PROBLEM TO SOLVE - With the pictures excluded, reproduce all of the data exactly.

'''

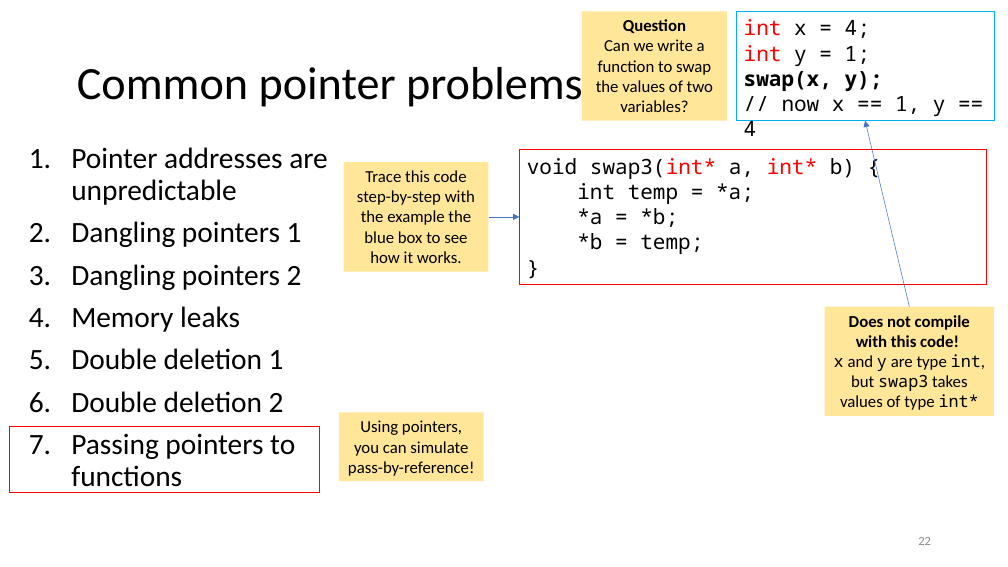
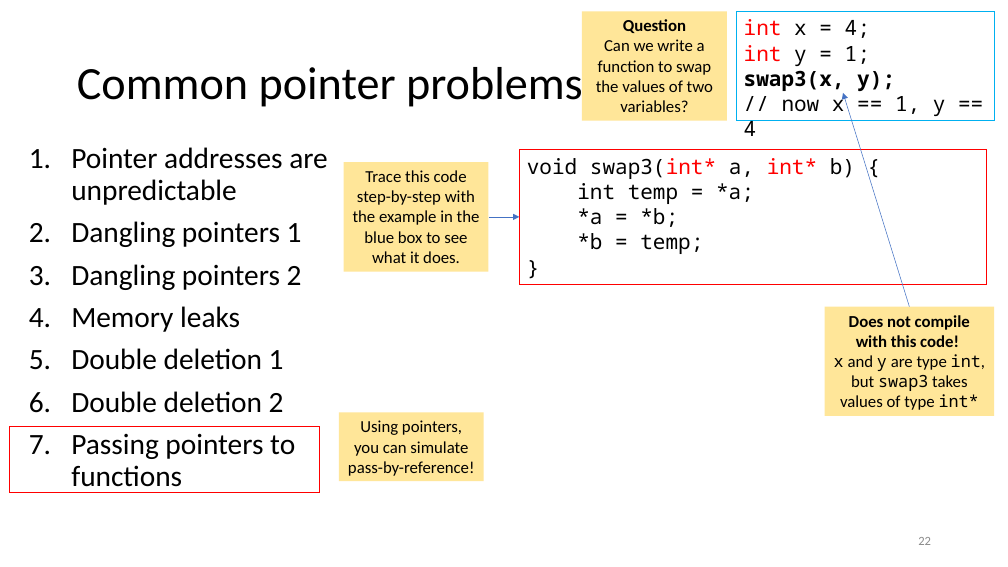
Before and after one commit to tjd1234/cmpt135spring2024, a slide deck: slide 22 of sample_code/week4/week4_cmpt135.pptx. Drawn at 1008x567 pixels with LibreOffice and Linux fonts; fonts in the diff are those of the drawing. Boxes give left, top, right and bottom in pixels: in the first picture for what was removed or moved away, otherwise in the second. Text is boxed around its words. In the diff, an @@ line names an element or a change of style, - is before the commit and + after.

```diff
--- a/sample_code/week4/week4_cmpt135.pptx
+++ b/sample_code/week4/week4_cmpt135.pptx
@@ text in rectangle at [744,19,895,91]: text changed @@
-int x = 4;
-int y = 1;
-swap(x, y);
+int x = 4;
+int y = 1;
+swap3(x, y);
@@ arrow moved from (910, 307) - (865, 121) to (910, 307) - (843, 93) @@
@@ text in rectangle at [353,170,480,263]: text changed @@
-Trace this code step-by-step with the example the blue box to see how it works.
+Trace this code step-by-step with the example in the blue box to see what it does.
```
Also in this commit, not shown: 21 other slides changed, 34 slides added, 1 slide removed, 1 other file.

'''

ANSWER BELOW -
Before and after one commit to tjd1234/cmpt135spring2024, a slide deck: slide 22 of sample_code/week4/week4_cmpt135.pptx. Drawn at 1008x567 pixels with LibreOffice and Linux fonts; fonts in the diff are those of the drawing. Boxes give left, top, right and bottom in pixels: in the first picture for what was removed or moved away, otherwise in the second. Text is boxed around its words. In the diff, an @@ line names an element or a change of style, - is before the commit and + after.

```diff
--- a/sample_code/week4/week4_cmpt135.pptx
+++ b/sample_code/week4/week4_cmpt135.pptx
@@ text in rectangle at [744,19,895,91]: text changed @@
-int x = 4;
-int y = 1;
-swap(x, y);
+int x = 4;
+int y = 1;
+swap3(x, y);
@@ arrow moved from (910, 307) - (865, 121) to (910, 307) - (843, 93) @@
@@ text in rectangle at [353,170,480,263]: text changed @@
-Trace this code step-by-step with the example the blue box to see how it works.
+Trace this code step-by-step with the example in the blue box to see what it does.
```
Also in this commit, not shown: 21 other slides changed, 34 slides added, 1 slide removed, 1 other file.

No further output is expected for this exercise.